We chose a long, steep hill at the Bristol Mountain ski resort in New York. We loaded the backpacks we were going to use on Kili with the weight of two heavy one-gallon water jugs, went to the location, scaled it, and did repeats—up and down, up and down for an hour once a week, half a year. In the early fall it was pretty and pleasantly cool. In the late fall, it was quite manageable as long as it wasn’t snowing. The closer it got to December, the closer it was to snowmaking by Mother Nature and the snow machines. In February with full snow conditions we found a road next to Bristol and repeated the same routine, getting used to wearing heavier clothes as well as breaking in our hiking boots. It was a profitable effort, testing our gear as well as our bodies. But we knew that once we got to the real thing, conditions would be far, far harder. We crossed our fingers and hoped for the best.
It was go time! Bill Hearne and Craig Litt, compadres from my running group, were ready. To commence this amazing journey, we boarded the plane and left snowy Rochester on February 14th, 2006 (Valentine’s Day—again, I had Donna’s unwavering support). We were leaving the USA in the dead of winter, yet going to Tanzania during their dog days of summer. (Our February is their August.) Our flight from Rochester to JFK was to leave at 11:15 a.m. We would land in Amsterdam in Europe at 12:30 a.m. EST (that’s 7:30 a.m. European time, being they are seven hours ahead). Then we would hang out for half a day. Instead of going to the red light district there, we went on a tour of the Anne Frank house.

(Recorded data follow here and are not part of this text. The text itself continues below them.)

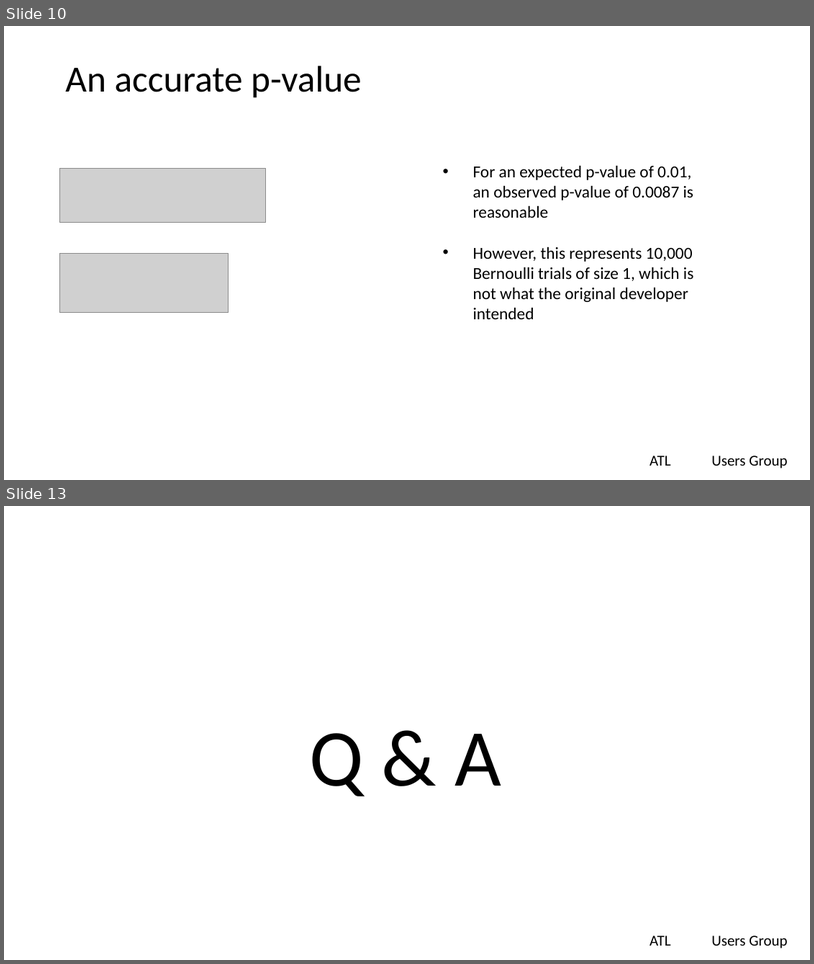
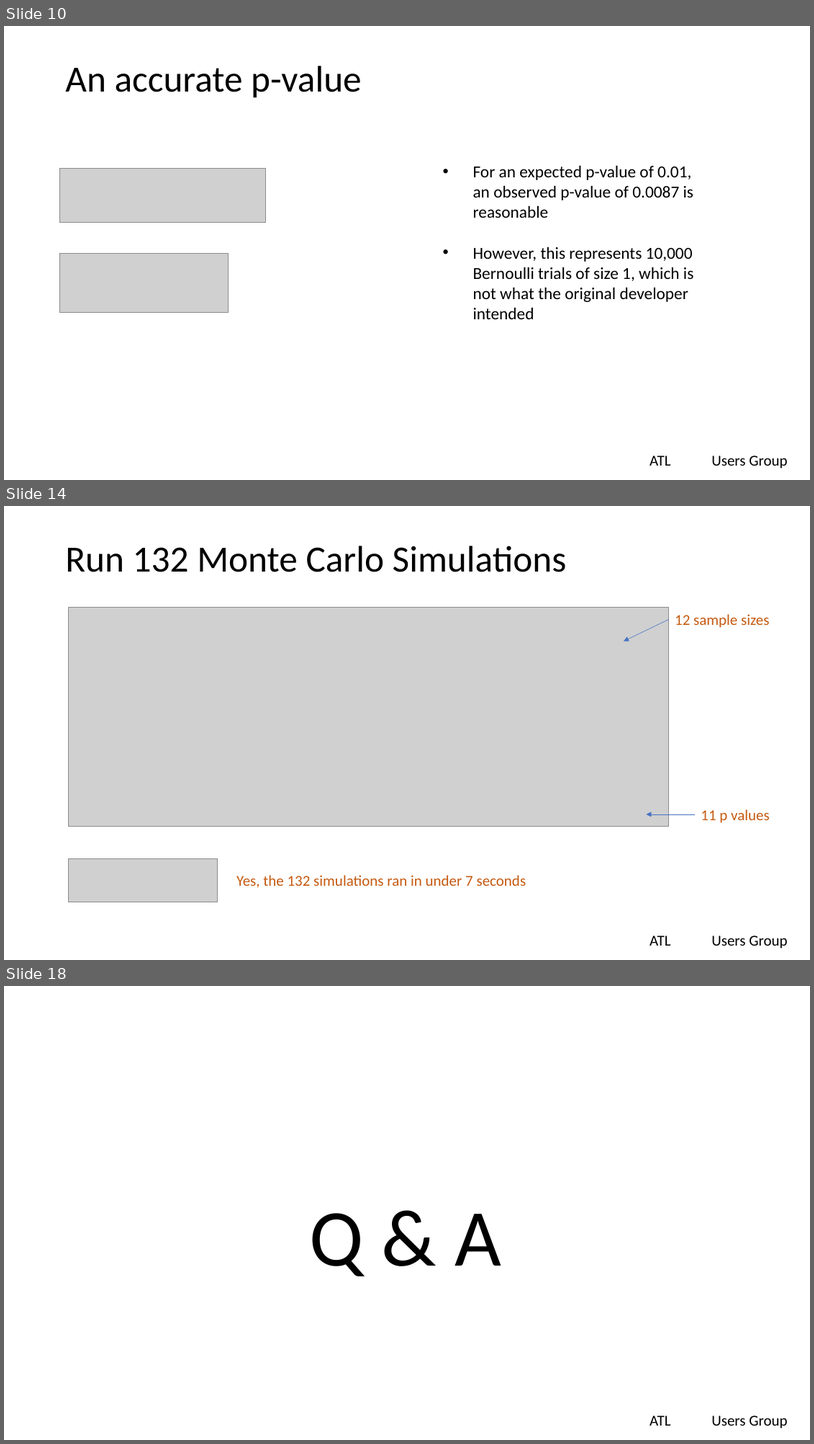
Before and after one commit to lgreski/communications, a slide deck: presentations/debuggingBernoulliTrials.pptx. Shown one above the other, each under a label of ours: slides 10 and 13 before the commit, slides 10, 14 and 18 after it; the slides between them are not shown. The pictures are 814x964 and 814x1444 pixels, drawn with LibreOffice and Linux fonts; fonts in the diff are those of the drawing; grey boxes stand for pictures; background and template pictures are left out. Boxes give left, top, right and bottom in pixels: in the first picture for what was removed or moved away, otherwise in the second. Text is boxed around its words. In the diff, an @@ line names an element or a change of style, - is before the commit and + after.

Commit message:
final version of presentation, minor edits to code. Add graphics by sample size for regular and adjusted Wald confidence intervals

```diff
--- a/presentations/debuggingBernoulliTrials.pptx
+++ b/presentations/debuggingBernoulliTrials.pptx
@@ slide 14 added at (4,506,810,960), background #FFFFFF; not listed: 2 template elements that a slide beside it also shows @@
@@ title added at (65,546,567,572), 44 pt, text #000000 @@
+Run 132 Monte Carlo Simulations
@@ picture added at (69,607,669,826) @@
@@ arrow added from (669, 619) to (624, 641), #4472C4 0.5 pt @@
@@ text added at (675,614,769,628), 18 pt, text #C55A11 @@
+12 sample sizes
@@ arrow added from (695, 814) to (646, 814), #4472C4 0.5 pt @@
@@ text added at (701,809,770,823), 18 pt, text #C55A11 @@
+11 p values
@@ picture added at (69,859,218,901) @@
@@ text added at (237,875,527,888), 18 pt, text #C55A11 @@
+Yes, the 132 simulations ran in under 7 seconds
@@ what was slide 13 is now slide 18 @@
```
Also in this commit, not shown: 9 slides changed, 5 other slides added, 1 slide removed, 2 other files.
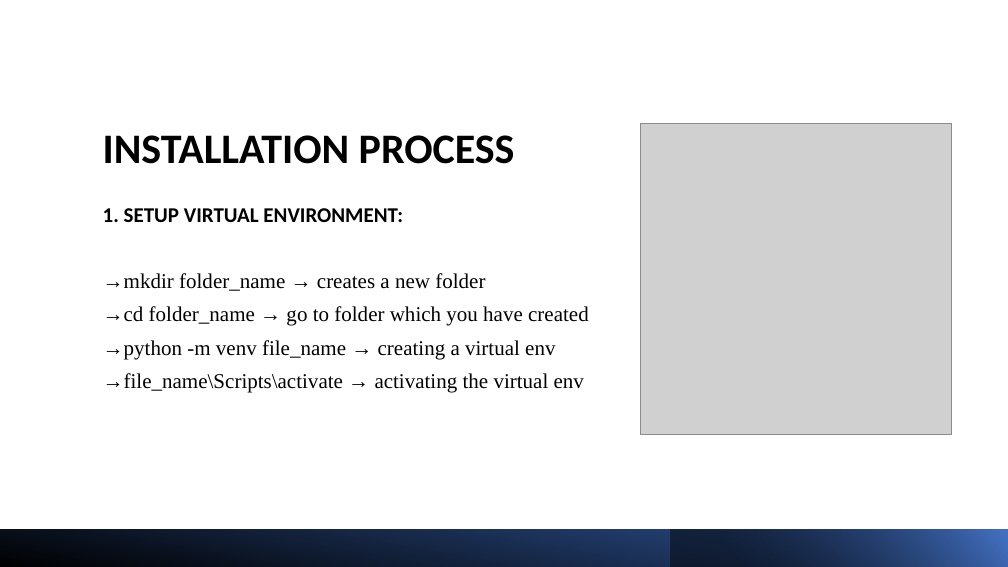
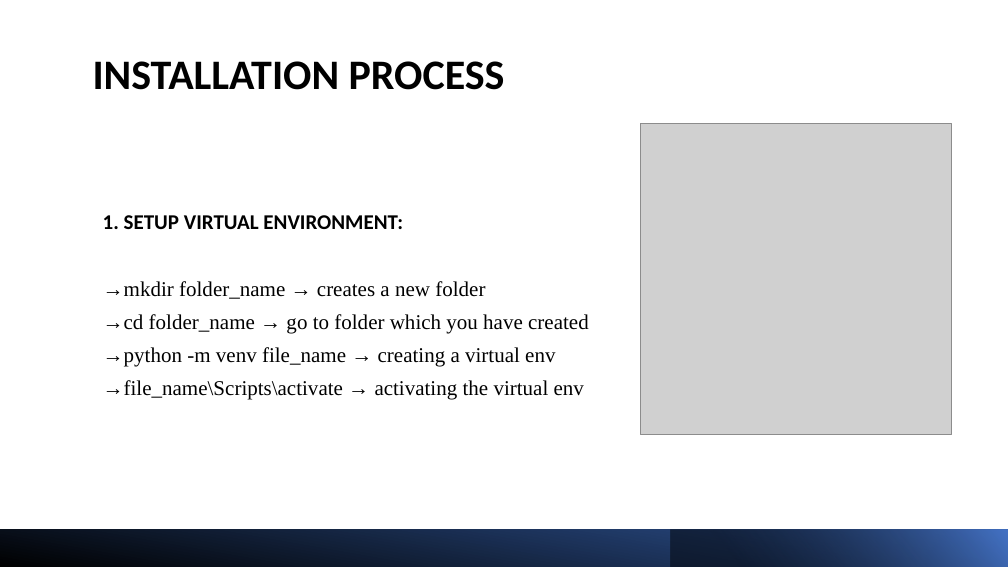
Before and after one commit to shiva-kumar-biru/panel, a slide deck: slide 5 of Documents/panel_introduction.pptx (slide 4 before the commit). Drawn at 1008x567 pixels with LibreOffice and Linux fonts; fonts in the diff are those of the drawing; grey boxes stand for pictures. Boxes give left, top, right and bottom in pixels: in the first picture for what was removed or moved away, otherwise in the second. Text is boxed around its words. In the diff, an @@ line names an element or a change of style, - is before the commit and + after.

```diff
--- a/Documents/panel_introduction.pptx
+++ b/Documents/panel_introduction.pptx
@@ title "INSTALLATION PROCESS": place and size @@
-title "INSTALLATION PROCESS" at (103, 135, 515, 164)
+title "INSTALLATION PROCESS" at (93, 61, 505, 90)
@@ text "1. SETUP VIRTUAL ENVIRONMENT:": place and size @@
-text "1. SETUP VIRTUAL ENVIRONMENT:" at (103, 208, 589, 393)
+text "1. SETUP VIRTUAL ENVIRONMENT:" at (103, 215, 589, 400)
```
Also in this commit, not shown: 1 other slide changed, 1 slide added.

Then we had another flight, eight hours to Moshi, Africa. Touchdown in the world’s largest continent! We had a nice finish to our flight, arriving just after 9 p.m. in their time zone on the fifteenth, right on schedule, looking at a nearly full moon. I said to myself, I wonder what it will be like under this moon on the mountain tomorrow night. . .)
It felt hot as we disembarked and headed into customs, maybe mid-eighty degrees and quite windy. There we picked up our bus drive to the hotel, taking an unpaved, very bumpy road. My ankles and feet were swollen from sitting so long—not good. This concerned me because of my cardiac issues.
We checked in and started the process of organizing our packs for the following day. This was a complicated job. Although I was exhausted and feeling jet-lagged, I scientifically packed and repacked stuff that we would take—stuff that we would need. We would carry our own packs but also prepare extra bags of our things for others to carry, professional porters. I had to get to sleep, though. Our beds at the hotel had these funky green mosquito nets over them. I had strange dreams that night. Do you think we were nervous? You bet.